[Opening Given entries section]

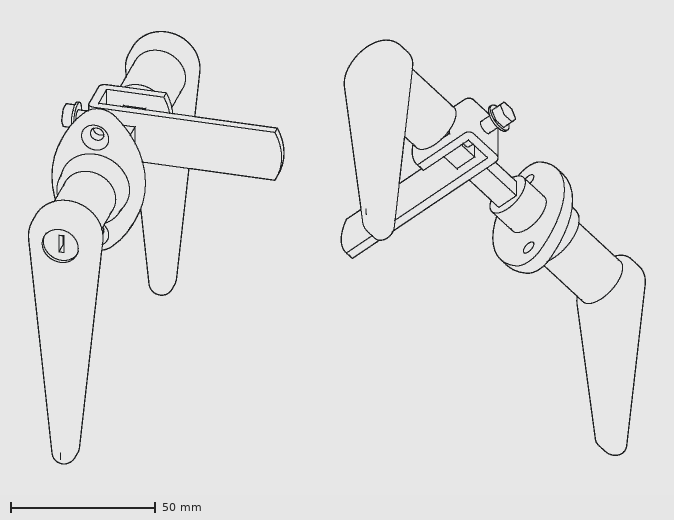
import cadquery as cq
import math


grip_thickness = 11.7
grip_hub_radius = 12.75
grip_tip_radius = 4.3
grip_bottom = 88.85
grip_outer_fillet = 5.2
grip_inner_fillet = 2.5
grip_tip_centre = grip_bottom - grip_tip_radius
neck_diameter = 19.1

front_grip_back = -39.1
rear_neck_start = 49.9
rear_grip_front = 75.17

lock_diameter = 13.0
lock_recess_depth = 1.5
key_slot_width = 1.8
key_slot_height = 6.6
key_slot_depth = 5.0

plate_half_width = 16.35
plate_half_height = 27.0
plate_thickness = 6.3
plate_fillet = 3.0
plate_hole_spacing = 38.0
plate_hole_diameter = 4.8
countersink_diameter = 9.8
countersink_angle = 90
collar_length = 7.5
collar_base_diameter = 24.8
collar_end_diameter = 23.8
collar_fillet = 1.2
sleeve_length = 11.2
sleeve_diameter = 16.2
spindle_width = 8.0

cam_front = 30.35
cam_back = 47.0
cam_thickness = 3.2
cam_height = 19.1
cam_left = -13.2
cam_short_end = 13.0
cam_long_end = 56.82
cam_bend_radius = 2.2
cam_end_radius = 20.0

screw_y = (cam_front + cam_back) / 2
screw_left = -23.65
screw_diameter = 5.0
screw_head_length = 3.8
screw_head_flats = 7.2
screw_head_edge_fillet = 0.8
screw_flange_diameter = 10.2
screw_flange_thickness = 0.85


def cylinder_y(diameter, start, end):
    """Round bar on the spindle axis between two Y places."""
    return cq.Workplane("XZ", origin=(0, start, 0)).circle(diameter / 2).extrude(start - end)


def square_bar_y(start, end):
    """Square spindle bar between two Y places."""
    return cq.Workplane("XZ", origin=(0, start, 0)).rect(spindle_width, spindle_width).extrude(start - end)


def make_grip_tip(inner_y, direction, sweep_angle):
    """Rounded end of half a lever: its side profile turned about the Y line through the tip centre."""
    outer_arc_centre = grip_tip_radius - grip_outer_fillet
    apex_angle = math.acos(-outer_arc_centre / grip_outer_fillet)
    outer_mid_x = outer_arc_centre + grip_outer_fillet * math.cos(apex_angle / 2)
    outer_base = grip_thickness - grip_outer_fillet
    outer_mid_y = outer_base + grip_outer_fillet * math.sin(apex_angle / 2)
    apex_y = outer_base + grip_outer_fillet * math.sin(apex_angle)
    inner_arc_centre = grip_tip_radius - grip_inner_fillet
    inner_mid_x = inner_arc_centre + grip_inner_fillet * math.sqrt(0.5)
    inner_mid_y = grip_inner_fillet * (1 - math.sqrt(0.5))
    tip = (
        cq.Workplane("XY")
        .lineTo(inner_arc_centre, 0)
        .threePointArc((inner_mid_x, inner_mid_y), (grip_tip_radius, grip_inner_fillet))
        .lineTo(grip_tip_radius, outer_base)
        .threePointArc((outer_mid_x, outer_mid_y), (0, apex_y))
        .close()
        .revolve(sweep_angle, (0, 0), (0, 1))
        .rotate((0, 0, 0), (0, 1, 0), 90 - sweep_angle)
    )
    if direction < 0:
        tip = tip.mirror("XZ")
    return tip.translate((0, inner_y, -grip_tip_centre))


def make_grip(inner_y, direction):
    """Tapered lever, from its inner face towards direction (+1 or -1) along Y."""
    taper = math.asin((grip_hub_radius - grip_tip_radius) / grip_tip_centre)
    hub_x = grip_hub_radius * math.cos(taper)
    hub_z = -grip_hub_radius * math.sin(taper)
    hub_mid_angle = (math.pi / 2 - taper) / 2
    hub_mid = (grip_hub_radius * math.cos(hub_mid_angle), grip_hub_radius * math.sin(hub_mid_angle))
    tip_x = grip_tip_radius * math.cos(taper)
    tip_z = -grip_tip_centre - grip_tip_radius * math.sin(taper)
    blank_left = -2 * grip_hub_radius
    blank_left_z = -grip_tip_centre - blank_left * math.tan(taper)
    blank = (
        cq.Workplane("XZ", origin=(0, inner_y, 0))
        .moveTo(blank_left, grip_hub_radius)
        .lineTo(0, grip_hub_radius)
        .threePointArc(hub_mid, (hub_x, hub_z))
        .lineTo(tip_x, tip_z)
        .lineTo(blank_left, blank_left_z)
        .close()
        .extrude(-direction * grip_thickness)
    )
    outer_face, inner_face = (">Y", "<Y") if direction > 0 else ("<Y", ">Y")
    side_edges = cq.selectors.BoxSelector(
        (-1.5 * grip_hub_radius, inner_y - 2 * grip_thickness, -grip_tip_centre * 2 / 3),
        (2 * grip_hub_radius, inner_y + 2 * grip_thickness, 2 * grip_hub_radius),
    )
    blank = blank.faces(outer_face).edges(side_edges).fillet(grip_outer_fillet)
    blank = blank.faces(inner_face).edges(side_edges).fillet(grip_inner_fillet)
    trim = (
        cq.Workplane("XY", origin=(0, inner_y, 0))
        .box(2 * grip_hub_radius, 4 * grip_thickness, 3 * grip_bottom, centered=(False, True, True))
    )
    half = blank.intersect(trim).union(make_grip_tip(inner_y, direction, 90 - math.degrees(taper)))
    return half.union(half.mirror("YZ"))


def make_escutcheon():
    """Pointed oval plate with a tapered collar in front and a sleeve behind."""
    end_centre = plate_hole_spacing / 2
    end_radius = plate_half_height - end_centre
    width_excess = plate_half_width - end_radius
    side_radius = (plate_half_width**2 + end_centre**2 - end_radius**2) / (2 * width_excess)
    side_centre = side_radius - plate_half_width
    centre_distance = math.hypot(side_centre, end_centre)
    join_x = end_radius * side_centre / centre_distance
    join_z = end_centre * (1 + end_radius / centre_distance)
    plate = (
        cq.Workplane("XZ")
        .moveTo(-join_x, join_z)
        .threePointArc((0, plate_half_height), (join_x, join_z))
        .threePointArc((plate_half_width, 0), (join_x, -join_z))
        .threePointArc((0, -plate_half_height), (-join_x, -join_z))
        .threePointArc((-plate_half_width, 0), (-join_x, join_z))
        .close()
        .extrude(plate_thickness)
        .faces("<Y").edges().fillet(plate_fillet)
    )
    plate = (
        plate.faces("<Y").workplane(origin=(0, -plate_thickness, 0))
        .pushPoints([(0, end_centre), (0, -end_centre)])
        .cskHole(plate_hole_diameter, countersink_diameter, countersink_angle)
    )
    collar_taper = math.degrees(math.atan((collar_base_diameter - collar_end_diameter) / 2 / collar_length))
    collar = (
        cq.Workplane("XZ", origin=(0, -plate_thickness, 0))
        .circle(collar_base_diameter / 2)
        .extrude(collar_length, taper=collar_taper)
        .faces("<Y").edges().fillet(collar_fillet)
    )
    return plate.union(collar).union(cylinder_y(sleeve_diameter, 0, sleeve_length))


def make_front_handle():
    """Front lever, neck, escutcheon and spindle in one piece, with the lock face in the lever."""
    front_face = front_grip_back - grip_thickness
    handle = make_grip(front_grip_back, -1)
    handle = handle.union(cylinder_y(neck_diameter, front_grip_back, -plate_thickness))
    handle = handle.union(make_escutcheon())
    handle = handle.union(square_bar_y(sleeve_length, rear_grip_front))
    lock_face = front_face + lock_recess_depth
    handle = handle.cut(cylinder_y(lock_diameter, front_face, lock_face))
    key_slot = (
        cq.Workplane("XZ", origin=(0, lock_face, 0))
        .rect(key_slot_width, key_slot_height)
        .extrude(-key_slot_depth)
    )
    return handle.cut(key_slot)


def make_rear_handle():
    """Rear lever whose neck has a square socket for the spindle."""
    neck = cylinder_y(neck_diameter, rear_neck_start, rear_grip_front)
    return make_grip(rear_grip_front, 1).union(neck).cut(square_bar_y(rear_neck_start, rear_grip_front))


def make_cam_leg(front, end):
    """Flat leg of the cam, with an arched end."""
    half_height = cam_height / 2
    arch = cam_end_radius - math.sqrt(cam_end_radius**2 - half_height**2)
    return (
        cq.Workplane("XZ", origin=(0, front, 0))
        .moveTo(cam_left, -half_height)
        .lineTo(end - arch, -half_height)
        .threePointArc((end, 0), (end - arch, half_height))
        .lineTo(cam_left, half_height)
        .close()
        .extrude(-cam_thickness)
    )


def make_cam():
    """U-shaped cam with square holes for the spindle and a hole for the screw."""
    web = (
        cq.Workplane("XY", origin=(cam_left, cam_front, 0))
        .box(cam_thickness, cam_back - cam_front, cam_height, centered=(False, False, True))
    )
    cam = web.union(make_cam_leg(cam_front, cam_long_end))
    cam = cam.union(make_cam_leg(cam_back - cam_thickness, cam_short_end))
    cam = cam.faces("<X").edges("|Z").fillet(cam_bend_radius)
    cam = cam.cut(square_bar_y(cam_front, cam_back))
    screw_hole = (
        cq.Workplane("YZ", origin=(cam_left, screw_y, 0))
        .circle(screw_diameter / 2)
        .extrude(cam_thickness)
    )
    return cam.cut(screw_hole)


def make_screw():
    """Flanged hexagon screw whose tip bears on the spindle."""
    head_corners = screw_head_flats / math.cos(math.radians(30))
    return (
        cq.Workplane("YZ", origin=(screw_left, screw_y, 0))
        .polygon(6, head_corners)
        .extrude(screw_head_length)
        .edges("|X").fillet(screw_head_edge_fillet)
        .faces(">X").workplane()
        .circle(screw_flange_diameter / 2)
        .extrude(screw_flange_thickness)
        .faces(">X").workplane()
        .circle(screw_diameter / 2)
        .extrude(-spindle_width / 2 - screw_left - screw_head_length - screw_flange_thickness)
    )


front_handle = make_front_handle()
rear_handle = make_rear_handle()
cam = make_cam()
screw = make_screw()

result = cq.Compound.makeCompound([front_handle.val(), rear_handle.val(), cam.val(), screw.val()])
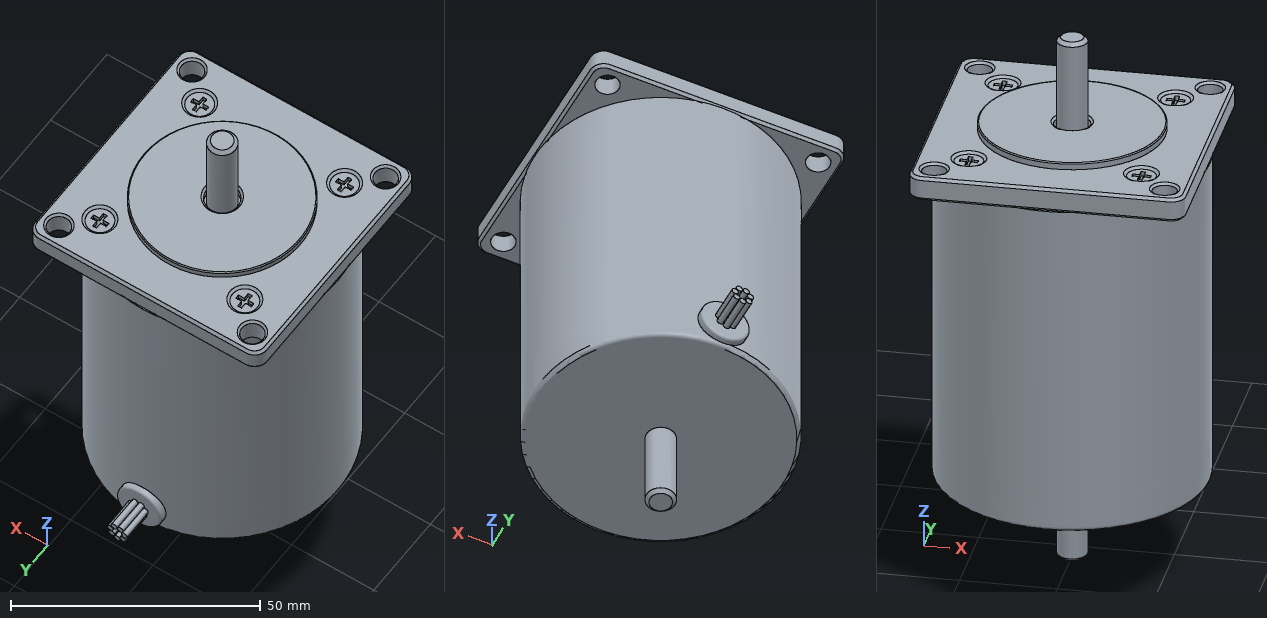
import cadquery as cq
import math

FLANGE_SIZE = 56.4
FLANGE_THICKNESS = 5.1
FLANGE_CORNER_RADIUS = 3.0
FLANGE_CHAMFER = 0.6
MOUNT_PITCH = 47.14
MOUNT_HOLE_DIAMETER = 5.1
MOUNT_HOLE_CHAMFER = 0.5

SCREW_PITCH = 35.3
SCREW_RECESS_DIAMETER = 7.2
SCREW_HEAD_DIAMETER = 6.0
SCREW_RECESS_DEPTH = 0.5
CROSS_LENGTH = 3.7
CROSS_WIDTH = 0.9
CROSS_DEPTH = 1.0

BOSS_DIAMETER = 38.1
BOSS_HEIGHT = 1.5
BOSS_CHAMFER = 0.25
SHAFT_CLEARANCE_DIAMETER = 7.5
SHAFT_CLEARANCE_DEPTH = 2.0
SHAFT_CLEARANCE_CHAMFER = 0.5

BODY_DIAMETER = FLANGE_SIZE
MOTOR_LENGTH = 76.4
CAP_LENGTH = 9.2
CAP_FILLET = 0.9

SHAFT_DIAMETER = 6.35
SHAFT_LENGTH = 115.82
SHAFT_FRONT_LENGTH = 20.4
SHAFT_CHAMFER = 0.8

GROMMET_DIAMETER = 10.7
GROMMET_PROJECTION = 1.5
GROMMET_EMBED = 3.0
GROMMET_FILLET = 0.6
GROMMET_ABOVE_BASE = 6.0
CABLE_REACH = 9.0
WIRE_COUNT = 7
WIRE_DIAMETER = 1.4
WIRE_CIRCLE_RADIUS = 1.75

BODY_RADIUS = BODY_DIAMETER / 2
BASE_Z = -MOTOR_LENGTH
CABLE_Z = BASE_Z + GROMMET_ABOVE_BASE


def cylinder(diameter, bottom_z, top_z):
    """Upright cylinder on the motor axis."""
    return cq.Workplane("XY").workplane(offset=bottom_z).circle(diameter / 2).extrude(top_z - bottom_z)


def square_points(pitch):
    """Four points at the corners of a centred square."""
    half = pitch / 2
    return [(x, y) for x in (-half, half) for y in (-half, half)]


def countersink(large_diameter, small_diameter, depth, top_z):
    """Conical cutter on the Z axis, widest at top_z."""
    cutter = cq.Workplane("XY").workplane(offset=top_z).circle(large_diameter / 2)
    return cutter.workplane(offset=-depth).circle(small_diameter / 2).loft()


def make_flange():
    plate = cq.Workplane("XY").workplane(offset=-FLANGE_THICKNESS)
    plate = plate.rect(FLANGE_SIZE, FLANGE_SIZE).extrude(FLANGE_THICKNESS)
    plate = plate.edges("|Z").fillet(FLANGE_CORNER_RADIUS)
    return plate.faces("<Z or >Z").edges().chamfer(FLANGE_CHAMFER)


def make_body():
    body = cylinder(BODY_DIAMETER, BASE_Z + CAP_LENGTH, -FLANGE_THICKNESS)
    cap = cylinder(BODY_DIAMETER, BASE_Z, BASE_Z + CAP_LENGTH)
    cap = cap.faces("<Z").edges().fillet(CAP_FILLET)
    return body, cap


def make_boss():
    boss = cylinder(BOSS_DIAMETER, -FLANGE_THICKNESS, BOSS_HEIGHT)
    return boss.faces(">Z").edges().chamfer(BOSS_CHAMFER)


def make_shaft():
    shaft = cylinder(SHAFT_DIAMETER, SHAFT_FRONT_LENGTH - SHAFT_LENGTH, SHAFT_FRONT_LENGTH)
    return shaft.faces("<Z or >Z").edges().chamfer(SHAFT_CHAMFER)


def cable_plane(y):
    """Plane facing +Y, centred on the cable axis at the given Y."""
    return cq.Workplane(cq.Plane(origin=(0, y, CABLE_Z), xDir=(1, 0, 0), normal=(0, 1, 0)))


def make_grommet():
    length = GROMMET_EMBED + GROMMET_PROJECTION
    grommet = cable_plane(BODY_RADIUS - GROMMET_EMBED).circle(GROMMET_DIAMETER / 2).extrude(length)
    return grommet.faces(">Y").edges().fillet(GROMMET_FILLET)


def make_wires():
    """Ring of parallel wires with a single wire at the lowest position."""
    step = 2 * math.pi / WIRE_COUNT
    centres = []
    for index in range(WIRE_COUNT):
        angle = index * step
        centres.append((WIRE_CIRCLE_RADIUS * math.sin(angle), WIRE_CIRCLE_RADIUS * math.cos(angle)))
    return cable_plane(BODY_RADIUS).pushPoints(centres).circle(WIRE_DIAMETER / 2).extrude(CABLE_REACH)


def make_mount_holes():
    hole = cylinder(MOUNT_HOLE_DIAMETER, -FLANGE_THICKNESS, 0)
    mouth_diameter = MOUNT_HOLE_DIAMETER + 2 * MOUNT_HOLE_CHAMFER
    hole = hole.union(countersink(mouth_diameter, MOUNT_HOLE_DIAMETER, MOUNT_HOLE_CHAMFER, 0))
    return [hole.translate((x, y, 0)) for x, y in square_points(MOUNT_PITCH)]


def make_screw_recesses():
    recess = countersink(SCREW_RECESS_DIAMETER, SCREW_HEAD_DIAMETER, SCREW_RECESS_DEPTH, 0)
    cross_depth = SCREW_RECESS_DEPTH + CROSS_DEPTH
    cross_plane = cq.Workplane("XY").workplane(offset=-cross_depth)
    for length_x, length_y in ((CROSS_LENGTH, CROSS_WIDTH), (CROSS_WIDTH, CROSS_LENGTH)):
        recess = recess.union(cross_plane.rect(length_x, length_y).extrude(cross_depth))
    return [recess.translate((x, y, 0)) for x, y in square_points(SCREW_PITCH)]


def make_shaft_clearance():
    pocket = cylinder(SHAFT_CLEARANCE_DIAMETER, BOSS_HEIGHT - SHAFT_CLEARANCE_DEPTH, BOSS_HEIGHT)
    mouth_diameter = SHAFT_CLEARANCE_DIAMETER + 2 * SHAFT_CLEARANCE_CHAMFER
    mouth = countersink(mouth_diameter, SHAFT_CLEARANCE_DIAMETER, SHAFT_CLEARANCE_CHAMFER, BOSS_HEIGHT)
    return pocket.union(mouth)


def make_motor():
    body, cap = make_body()
    motor = make_flange().union(body).union(make_boss())
    for cutter in make_mount_holes() + make_screw_recesses():
        motor = motor.cut(cutter)
    motor = motor.cut(make_shaft_clearance())
    for piece in (cap, make_shaft(), make_grommet(), make_wires()):
        motor = motor.union(piece, clean=False)
    return motor


result = make_motor()

[Closing Given entries section]

Your output should consist only of the lines from the one containing "SCREW_HEAD_DIAMETER, SCREW_RECESS_DEPTH, 0)" to the end of the records above, each retyped exactly.

    recess = countersink(SCREW_RECESS_DIAMETER, SCREW_HEAD_DIAMETER, SCREW_RECESS_DEPTH, 0)
    cross_depth = SCREW_RECESS_DEPTH + CROSS_DEPTH
    cross_plane = cq.Workplane("XY").workplane(offset=-cross_depth)
    for length_x, length_y in ((CROSS_LENGTH, CROSS_WIDTH), (CROSS_WIDTH, CROSS_LENGTH)):
        recess = recess.union(cross_plane.rect(length_x, length_y).extrude(cross_depth))
    return [recess.translate((x, y, 0)) for x, y in square_points(SCREW_PITCH)]


def make_shaft_clearance():
    pocket = cylinder(SHAFT_CLEARANCE_DIAMETER, BOSS_HEIGHT - SHAFT_CLEARANCE_DEPTH, BOSS_HEIGHT)
    mouth_diameter = SHAFT_CLEARANCE_DIAMETER + 2 * SHAFT_CLEARANCE_CHAMFER
    mouth = countersink(mouth_diameter, SHAFT_CLEARANCE_DIAMETER, SHAFT_CLEARANCE_CHAMFER, BOSS_HEIGHT)
    return pocket.union(mouth)


def make_motor():
    body, cap = make_body()
    motor = make_flange().union(body).union(make_boss())
    for cutter in make_mount_holes() + make_screw_recesses():
        motor = motor.cut(cutter)
    motor = motor.cut(make_shaft_clearance())
    for piece in (cap, make_shaft(), make_grommet(), make_wires()):
        motor = motor.union(piece, clean=False)
    return motor


result = make_motor()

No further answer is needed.